Comprising some of the finest of a new generation of British instrumentalists performing under the inspiring artistic leadership of Principal Conductor Nicholas Collon, Aurora has embraced an entrepreneurial and risk-taking approach to programming and concert presentation, overturning preconceptions about what an orchestra should and can do on the concert platform. Resident Orchestra at Kings Place since 2009, Aurora was also Associate Orchestra at LSO St Luke’s from 2010–2015, and in 2016 becomes Associate Orchestra at the Southbank Centre.

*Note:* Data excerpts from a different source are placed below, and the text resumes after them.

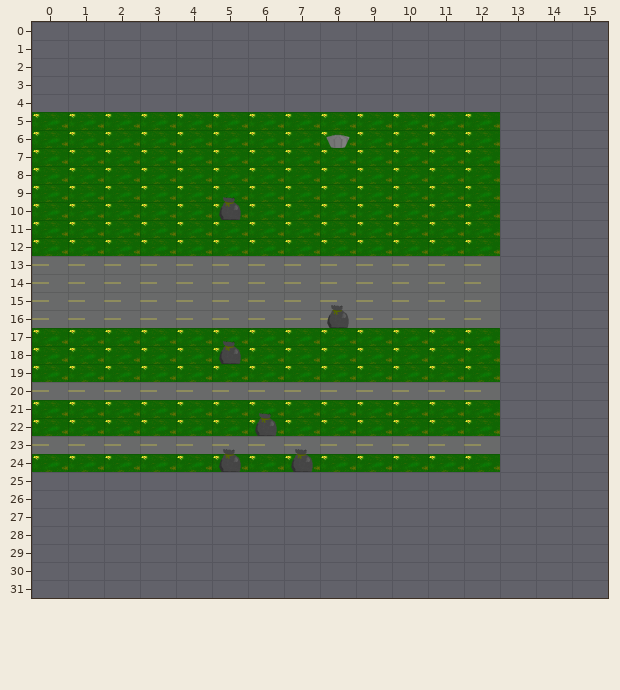
One commit to this Tiled map: packages/trashy_road/assets/tiles/map.tmx. Above: the version before the commit.
Cells are 128x64 px. Shown: x 0..15, y 0..31. The old version is drawn lined up with the new one.
The result:
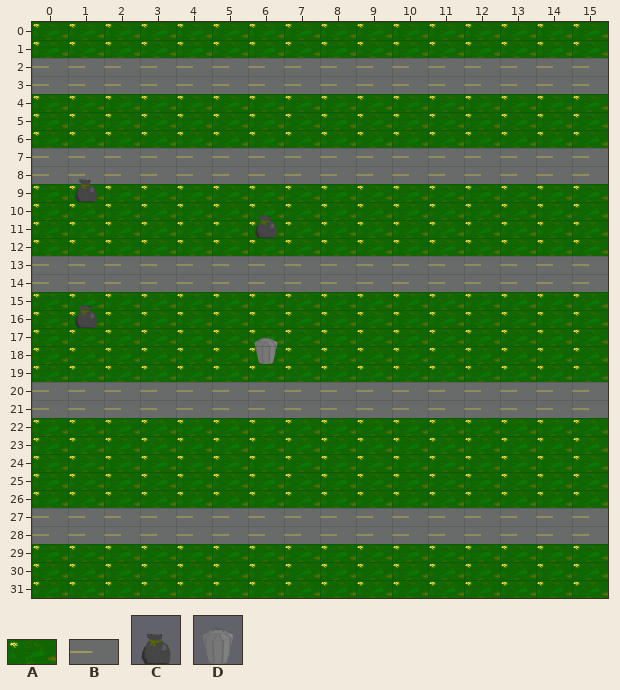
Key: from "Tiles": A 0 "grass", B 1 "road", C 2 "trash", D 3 "trash_can".
_ is an empty cell, . an unchanged one.
Objects are placed by their top-left corner, in cells (3,4 is the top-left corner of cell 3,4); size is 1x1 cell unless given.
The edit:
map size 30x20 -> 16x32 cells (old content now starts at 0,5; both pictures use the new coordinates)
--- layer "Tile Layer 1"
@@ x 0..15 @@
- 0 ________________
- 1 ________________
- 2 ________________
- 3 ________________
- 4 ________________
- 5 .............___
- 6 .............___
- 7 AAAAAAAAAAAAA___
- 8 AAAAAAAAAAAAA___
- 9 .............___
-10 .............___
-11 .............___
-12 .............___
-13 .............___
-14 .............___
-15 BBBBBBBBBBBBB___
-16 BBBBBBBBBBBBB___
-17 .............___
-18 .............___
-19 .............___
-20 .............___
-21 AAAAAAAAAAAAA___
-22 .............___
-23 BBBBBBBBBBBBB___
-24 .............___
-25 ________________
-26 ________________
-27 ________________
-28 ________________
-29 ________________
-30 ________________
-31 ________________
+ 0 AAAAAAAAAAAAAAAA
+ 1 AAAAAAAAAAAAAAAA
+ 2 BBBBBBBBBBBBBBBB
+ 3 BBBBBBBBBBBBBBBB
+ 4 AAAAAAAAAAAAAAAA
+ 5 .............AAA
+ 6 .............AAA
+ 7 BBBBBBBBBBBBBBBB
+ 8 BBBBBBBBBBBBBBBB
+ 9 .............AAA
+10 .............AAA
+11 .............AAA
+12 .............AAA
+13 .............BBB
+14 .............BBB
+15 AAAAAAAAAAAAAAAA
+16 AAAAAAAAAAAAAAAA
+17 .............AAA
+18 .............AAA
+19 .............AAA
+20 .............BBB
+21 BBBBBBBBBBBBBBBB
+22 .............AAA
+23 AAAAAAAAAAAAAAAA
+24 .............AAA
+25 AAAAAAAAAAAAAAAA
+26 AAAAAAAAAAAAAAAA
+27 BBBBBBBBBBBBBBBB
+28 BBBBBBBBBBBBBBBB
+29 AAAAAAAAAAAAAAAA
+30 AAAAAAAAAAAAAAAA
+31 AAAAAAAAAAAAAAAA
--- layer "TrashLayer"
-C "trash" at 5,9 size 1x2
-C "trash" at 8,15 size 1x2
-C "trash" at 5,17 size 1x2
-C "trash" at 6,21 size 1x2
-C "trash" at 7,23 size 1x2
-C "trash" at 5,23 size 1x2
--- layer "CoreItemsLayer"
+C "trash" at 1,8 size 1x2
+C "trash" at 6,10 size 1x2
+C "trash" at 1,15 size 1x2
+D "finish" at 6,17 size 1x2
-D "finish" at 8,6
Where, in picture pixels (left, top, right, bottom), the same in both pictures:
changed: (32, 22, 608, 598)
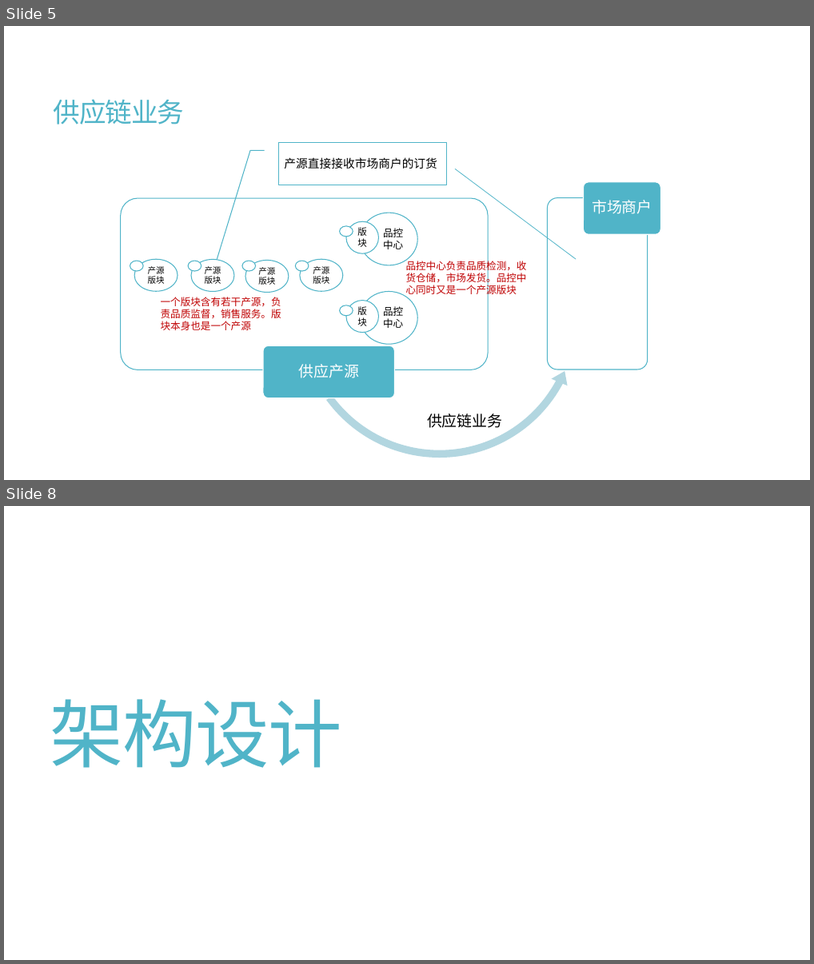
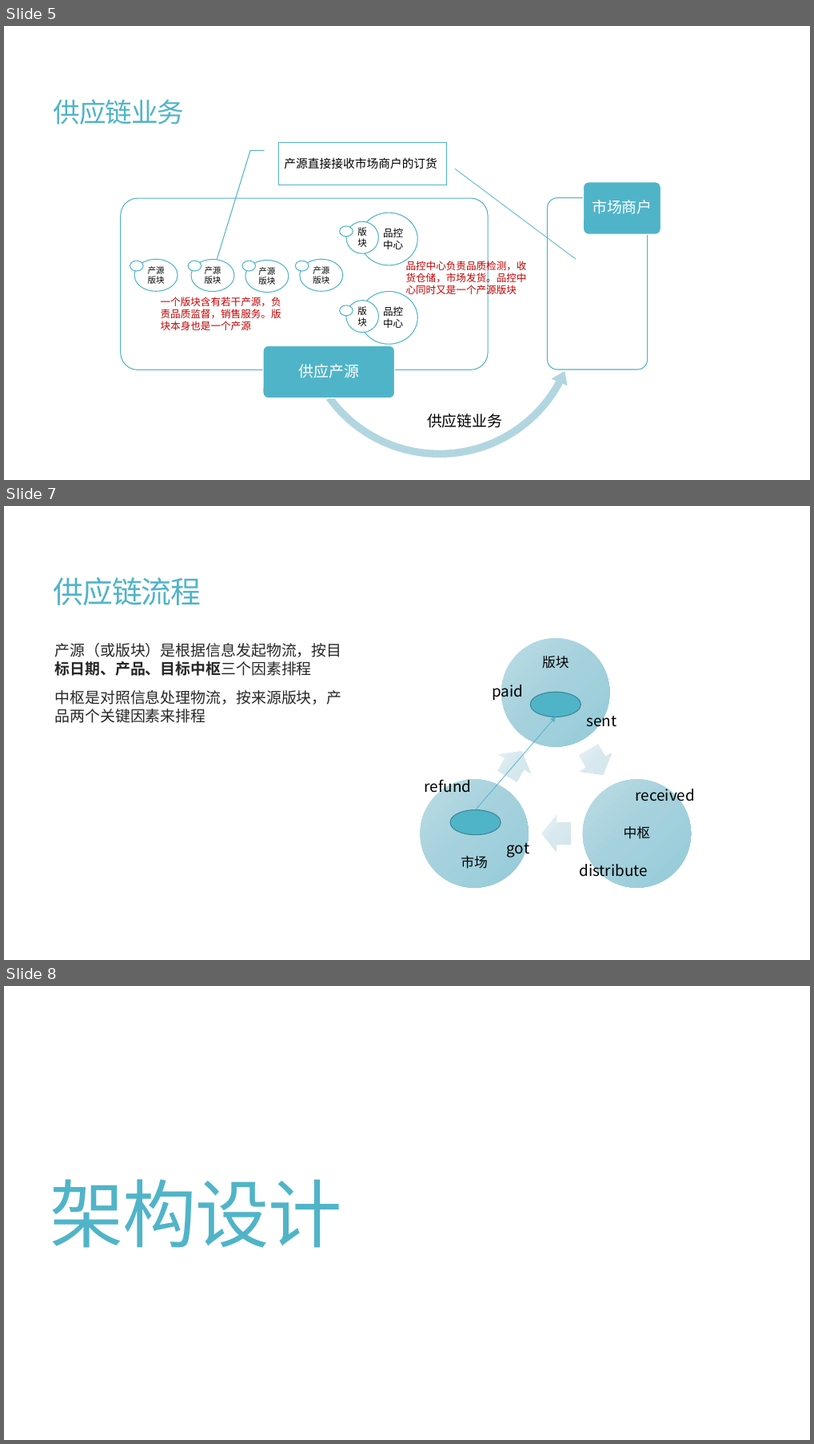
Before and after one commit to jzgi/chainsmart, a slide deck: Docs/中惠农通平台设计.pptx. Shown one above the other, each under a label of ours: slides 5 and 8 before the commit, slides 5, 7 and 8 after it; the slides between them are not shown. The pictures are 814x964 and 814x1444 pixels, drawn with LibreOffice and Linux fonts; fonts in the diff are those of the drawing. Boxes give left, top, right and bottom in pixels: in the first picture for what was removed or moved away, otherwise in the second. Text is boxed around its words. In the diff, an @@ line names an element or a change of style, - is before the commit and + after.

```diff
--- a/Docs/中惠农通平台设计.pptx
+++ b/Docs/中惠农通平台设计.pptx
@@ slide 7 added at (4,506,810,960), background #FFFFFF @@
@@ title added at (54,577,201,605), 36 pt, text #50B4C8 @@
+供应链流程
@@ text added at (55,643,342,723), 18 pt, text #262626 @@
+产源（或版块）是根据信息发起物流，按目标日期、产品、目标中枢三个因素排程
+中枢是对照信息处理物流，按来源版块，产品两个关键因素来排程
@@ text added at (492,681,523,701), 18 pt, text #000000 @@
+paid
@@ ellipse added at (531,692,582,716), fill #50B4C8, outline #3B8594 1 pt @@
@@ arrow added from (476, 810) to (556, 716), #50B4C8 0.75 pt @@
@@ text added at (586,711,617,731), 18 pt, text #000000 @@
+sent
@@ group added at (420,639,691,888): 3 ellipses, 3 texts, 3 right arrows @@
+版块
+中枢
+市场
@@ text added at (425,776,471,796), 18 pt, text #000000 @@
+refund
@@ text added at (636,785,695,805), 18 pt, text #000000 @@
+received
@@ ellipse added at (450,810,502,835), fill #50B4C8, outline #3B8594 1 pt @@
@@ text added at (507,838,530,858), 18 pt, text #000000 @@
+got
@@ text added at (579,860,647,880), 18 pt, text #000000 @@
+distribute
```
Also in this commit, not shown: 4 slides changed, 6 slides removed, 12 other files.
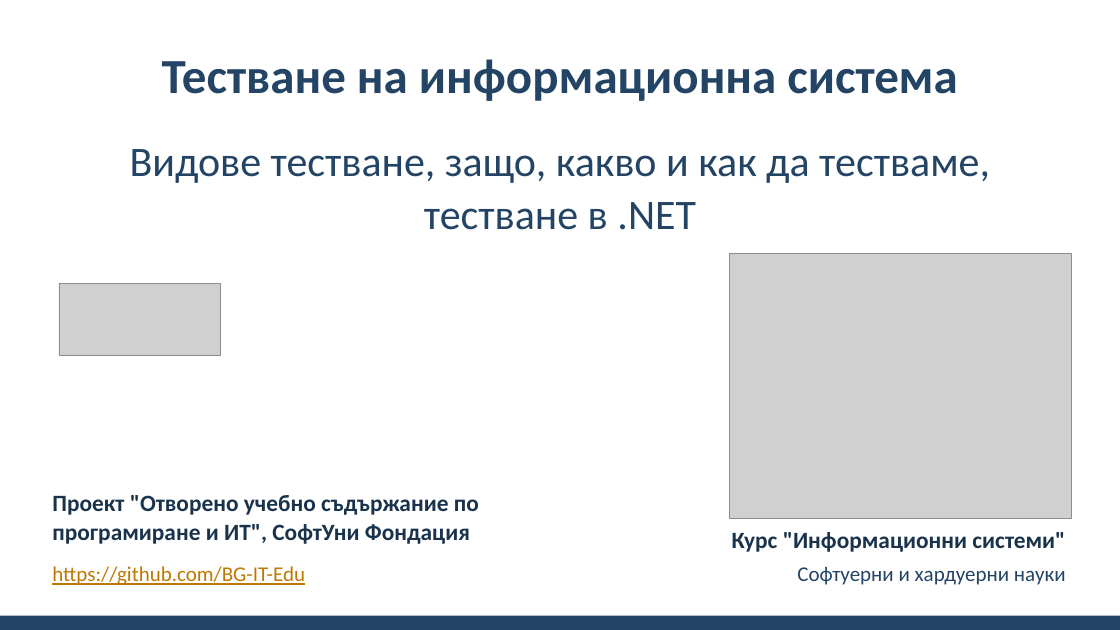
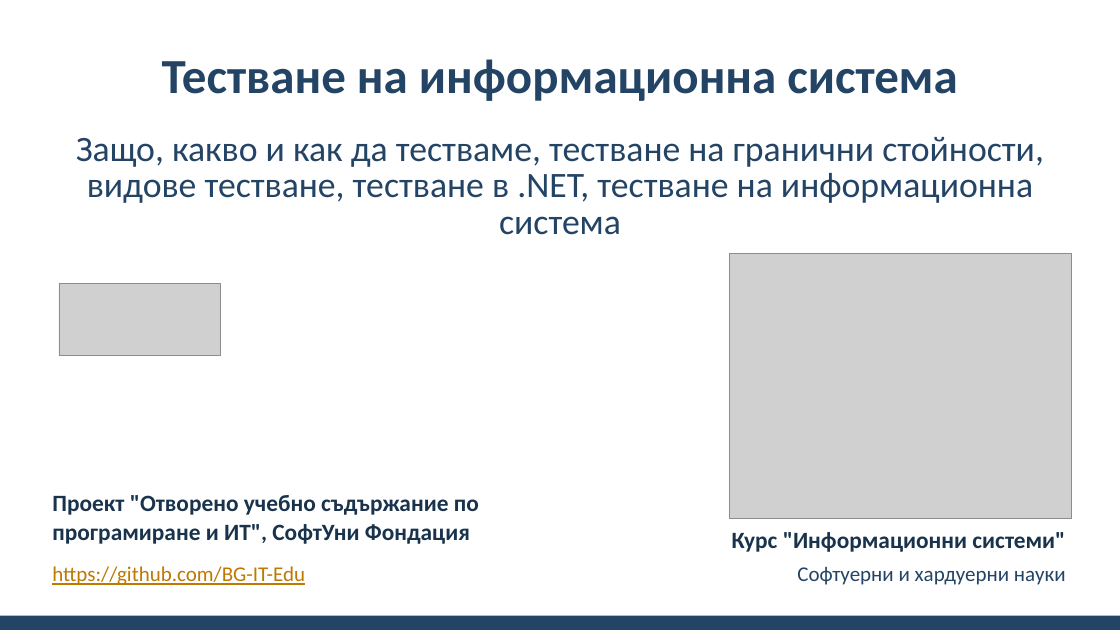
Before and after one commit to BG-IT-Edu/School-Programming, a slide deck: slide 1 of Courses/Software-Sciences/Module-4-Information-Systems-New/13-Information-System-Testing/13-Information-System-Testing.pptx. Drawn at 1120x630 pixels with LibreOffice and Linux fonts; fonts in the diff are those of the drawing; grey boxes stand for pictures; background and template pictures are left out. Boxes give left, top, right and bottom in pixels: in the first picture for what was removed or moved away, otherwise in the second. Text is boxed around its words. In the diff, an @@ line names an element or a change of style, - is before the commit and + after.

```diff
--- a/Courses/Software-Sciences/Module-4-Information-Systems-New/13-Information-System-Testing/13-Information-System-Testing.pptx
+++ b/Courses/Software-Sciences/Module-4-Information-Systems-New/13-Information-System-Testing/13-Information-System-Testing.pptx
@@ subtitle at (x1=76, y1=137, x2=1044, y2=235): text changed; size 36 to 30.6 pt @@
-Видове тестване, защо, какво и как да тестваме, тестване в .NET
+Защо, какво и как да тестваме, тестване на гранични стойности, видове тестване, тестване в .NET, тестване на информационна система
```
Also in this commit, not shown: 10 other slides changed, 30 slides added, 3 slides removed.

Aurora performs regularly at Wigmore Hall, the Barbican and the Royal Opera House (Linbury Theatre), and has appeared at the Royal Albert Hall as part of each of the past five BBC Proms seasons.
In addition to placing a wide variety of existing repertoire (from early baroque music to contemporary masterpieces) Aurora has maintained a particular commitment to featuring new music at the heart of its output. Recent seasons have featured premieres by leading composers including Julian Anderson, John Barber, Mira Calix, Benedict Mason, Alexander Goehr, Orlando Gough, Anna Meredith, Nico Muhly, Julian Philips, Jocelyn Pook, Augusta Read Thomas, Matt Rogers, Martin Suckling, and Judith Weir, as well as a rich variety of other contemporary music including major works by Thomas Adès, Steve Reich, John Adams, Michael Gordon, and Brett Dean.
Driven by a commitment to ensure its work is accessible to all, Aurora has also rapidly become one of the UK’s busiest touring ensembles: beyond its three regional residencies (at St George’s, Bristol; St Mary’s Church in Ashford, Kent; and The Apex at Bury St Edmunds), recent seasons have seen performances in Aberystwyth, Brighton, Buxton, Cambridge, Deal, Dorset, Dover, Exeter, Glyndebourne, Harrogate, Huddersfield, Malvern, Norwich, Oundle, Oxford, Snape, Southampton, Stamford and Warwick. International appearances in recent seasons have included tours to Bremen, São Paulo, St Petersburg, Shanghai, and Melbourne, the latter as headline classical act for the 2014 Melbourne Festival. With some 80 concerts each year, the orchestra currently performs to over 40,000 people across the UK and internationally annually.